- _ACTIVITY_:
Transcribe the stretch of entries below from the line with "crown_center_z, crown_radius, crown_middle_angle)" through the line with "result = half_section.revolve(360, (0, 0, 0), (0, 1, 0))", exactly and with both ends included; leave out all other lines.
== DATASET RECORDS ==
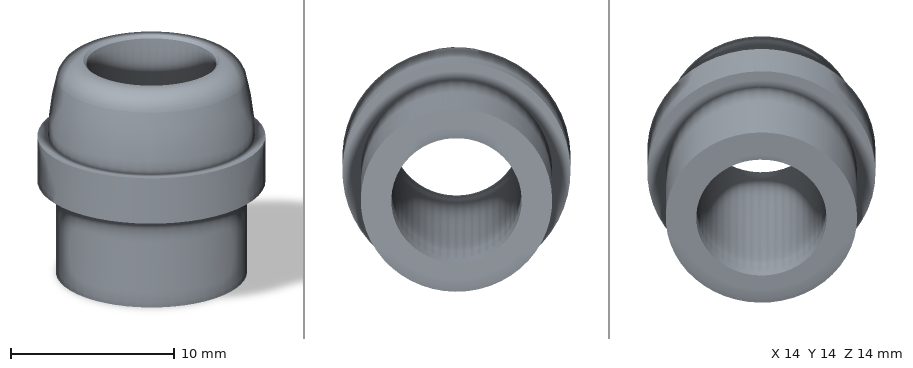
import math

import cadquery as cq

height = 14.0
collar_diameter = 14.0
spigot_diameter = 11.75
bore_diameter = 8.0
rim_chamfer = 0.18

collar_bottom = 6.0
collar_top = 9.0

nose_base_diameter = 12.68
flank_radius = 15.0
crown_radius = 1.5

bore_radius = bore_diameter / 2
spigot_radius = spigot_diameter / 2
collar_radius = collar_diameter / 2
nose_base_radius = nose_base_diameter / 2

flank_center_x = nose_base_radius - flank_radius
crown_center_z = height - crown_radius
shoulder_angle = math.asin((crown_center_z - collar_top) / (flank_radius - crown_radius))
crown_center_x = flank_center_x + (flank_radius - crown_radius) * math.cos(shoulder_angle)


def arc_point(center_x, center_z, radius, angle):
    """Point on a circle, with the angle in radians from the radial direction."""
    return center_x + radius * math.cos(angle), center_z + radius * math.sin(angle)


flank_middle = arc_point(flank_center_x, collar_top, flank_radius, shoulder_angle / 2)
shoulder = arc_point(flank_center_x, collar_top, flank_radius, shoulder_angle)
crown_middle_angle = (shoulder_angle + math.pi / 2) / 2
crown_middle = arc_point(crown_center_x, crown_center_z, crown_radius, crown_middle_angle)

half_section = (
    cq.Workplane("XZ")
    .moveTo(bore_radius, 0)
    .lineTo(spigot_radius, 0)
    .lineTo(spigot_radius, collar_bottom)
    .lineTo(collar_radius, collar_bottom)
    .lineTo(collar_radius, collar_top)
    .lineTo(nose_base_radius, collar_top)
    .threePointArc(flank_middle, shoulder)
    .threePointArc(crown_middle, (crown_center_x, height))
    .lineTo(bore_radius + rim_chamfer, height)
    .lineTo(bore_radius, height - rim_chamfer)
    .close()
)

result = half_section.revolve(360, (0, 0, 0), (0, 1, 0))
===
== DATASET RECORDS ==
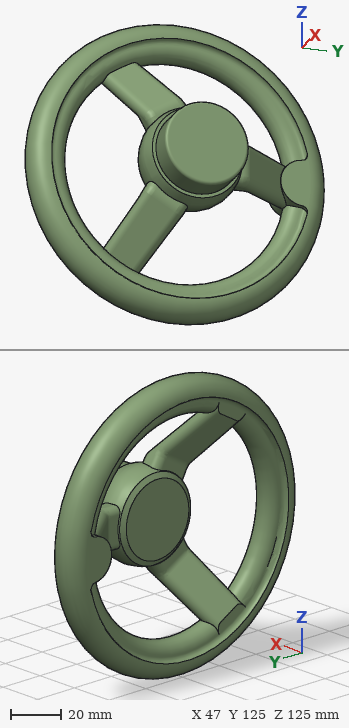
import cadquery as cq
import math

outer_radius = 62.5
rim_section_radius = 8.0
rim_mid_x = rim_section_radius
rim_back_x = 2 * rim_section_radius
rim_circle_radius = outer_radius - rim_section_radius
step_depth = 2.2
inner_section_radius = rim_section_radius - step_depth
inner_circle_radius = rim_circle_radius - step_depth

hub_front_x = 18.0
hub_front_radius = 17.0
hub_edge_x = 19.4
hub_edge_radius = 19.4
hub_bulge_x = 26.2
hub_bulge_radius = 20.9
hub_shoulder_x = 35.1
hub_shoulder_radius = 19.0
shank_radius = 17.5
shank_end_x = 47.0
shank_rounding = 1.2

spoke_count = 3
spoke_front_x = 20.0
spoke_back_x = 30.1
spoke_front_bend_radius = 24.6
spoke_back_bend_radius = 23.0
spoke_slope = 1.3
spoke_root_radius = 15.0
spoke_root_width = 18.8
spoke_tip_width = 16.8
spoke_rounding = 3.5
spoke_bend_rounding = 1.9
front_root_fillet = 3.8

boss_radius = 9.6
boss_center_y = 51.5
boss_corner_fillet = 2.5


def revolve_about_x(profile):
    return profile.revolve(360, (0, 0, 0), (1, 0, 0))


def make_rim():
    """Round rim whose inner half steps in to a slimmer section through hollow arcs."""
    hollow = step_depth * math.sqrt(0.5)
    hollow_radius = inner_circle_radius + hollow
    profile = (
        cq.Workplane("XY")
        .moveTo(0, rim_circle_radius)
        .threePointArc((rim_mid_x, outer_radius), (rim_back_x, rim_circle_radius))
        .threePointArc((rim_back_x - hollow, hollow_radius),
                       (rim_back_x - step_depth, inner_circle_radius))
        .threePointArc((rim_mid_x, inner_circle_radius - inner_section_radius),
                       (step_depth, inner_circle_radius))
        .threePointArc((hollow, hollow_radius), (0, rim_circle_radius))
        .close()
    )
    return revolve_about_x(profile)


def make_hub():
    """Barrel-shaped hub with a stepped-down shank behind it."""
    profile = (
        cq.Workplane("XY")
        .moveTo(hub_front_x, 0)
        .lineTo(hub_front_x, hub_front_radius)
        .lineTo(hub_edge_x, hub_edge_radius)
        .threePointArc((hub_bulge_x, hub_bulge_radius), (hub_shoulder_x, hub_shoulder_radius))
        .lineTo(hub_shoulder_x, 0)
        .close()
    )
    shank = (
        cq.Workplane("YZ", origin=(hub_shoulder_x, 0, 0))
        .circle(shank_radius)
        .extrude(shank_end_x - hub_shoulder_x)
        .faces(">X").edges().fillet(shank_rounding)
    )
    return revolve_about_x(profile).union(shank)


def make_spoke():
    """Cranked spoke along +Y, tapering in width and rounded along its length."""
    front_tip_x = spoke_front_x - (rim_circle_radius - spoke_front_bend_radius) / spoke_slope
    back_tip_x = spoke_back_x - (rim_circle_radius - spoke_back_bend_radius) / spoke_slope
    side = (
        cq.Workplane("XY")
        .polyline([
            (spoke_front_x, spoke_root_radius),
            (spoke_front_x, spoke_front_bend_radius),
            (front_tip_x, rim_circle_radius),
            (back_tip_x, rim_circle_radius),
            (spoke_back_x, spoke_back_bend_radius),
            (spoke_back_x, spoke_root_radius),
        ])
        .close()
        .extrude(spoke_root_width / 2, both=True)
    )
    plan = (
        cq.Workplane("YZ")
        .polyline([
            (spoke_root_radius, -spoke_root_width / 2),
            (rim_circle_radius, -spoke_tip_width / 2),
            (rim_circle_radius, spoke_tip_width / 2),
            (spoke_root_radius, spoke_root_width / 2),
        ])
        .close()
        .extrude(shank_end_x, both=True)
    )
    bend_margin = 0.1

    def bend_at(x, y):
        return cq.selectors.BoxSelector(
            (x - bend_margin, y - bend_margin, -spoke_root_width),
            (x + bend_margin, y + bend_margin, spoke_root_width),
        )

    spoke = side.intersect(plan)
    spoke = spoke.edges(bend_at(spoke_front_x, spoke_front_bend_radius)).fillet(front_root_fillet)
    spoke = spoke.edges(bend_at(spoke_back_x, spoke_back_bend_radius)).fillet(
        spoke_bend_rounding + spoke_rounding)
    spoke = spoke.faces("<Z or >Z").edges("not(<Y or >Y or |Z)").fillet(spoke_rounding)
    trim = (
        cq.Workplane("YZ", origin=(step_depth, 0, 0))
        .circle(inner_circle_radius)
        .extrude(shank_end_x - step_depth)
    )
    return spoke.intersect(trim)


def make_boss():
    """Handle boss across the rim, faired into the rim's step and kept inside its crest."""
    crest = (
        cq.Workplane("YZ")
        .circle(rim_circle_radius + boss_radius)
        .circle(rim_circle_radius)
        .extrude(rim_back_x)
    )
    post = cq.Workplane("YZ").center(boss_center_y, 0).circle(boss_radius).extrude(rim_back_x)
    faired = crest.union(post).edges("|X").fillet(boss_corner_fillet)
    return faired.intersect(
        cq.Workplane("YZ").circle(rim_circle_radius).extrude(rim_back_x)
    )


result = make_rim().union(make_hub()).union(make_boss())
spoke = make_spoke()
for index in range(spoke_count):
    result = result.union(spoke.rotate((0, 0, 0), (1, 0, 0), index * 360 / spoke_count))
===
- _ANSWER TO THIS TASK_:
crown_middle = arc_point(crown_center_x, crown_center_z, crown_radius, crown_middle_angle)

half_section = (
    cq.Workplane("XZ")
    .moveTo(bore_radius, 0)
    .lineTo(spigot_radius, 0)
    .lineTo(spigot_radius, collar_bottom)
    .lineTo(collar_radius, collar_bottom)
    .lineTo(collar_radius, collar_top)
    .lineTo(nose_base_radius, collar_top)
    .threePointArc(flank_middle, shoulder)
    .threePointArc(crown_middle, (crown_center_x, height))
    .lineTo(bore_radius + rim_chamfer, height)
    .lineTo(bore_radius, height - rim_chamfer)
    .close()
)

result = half_section.revolve(360, (0, 0, 0), (0, 1, 0))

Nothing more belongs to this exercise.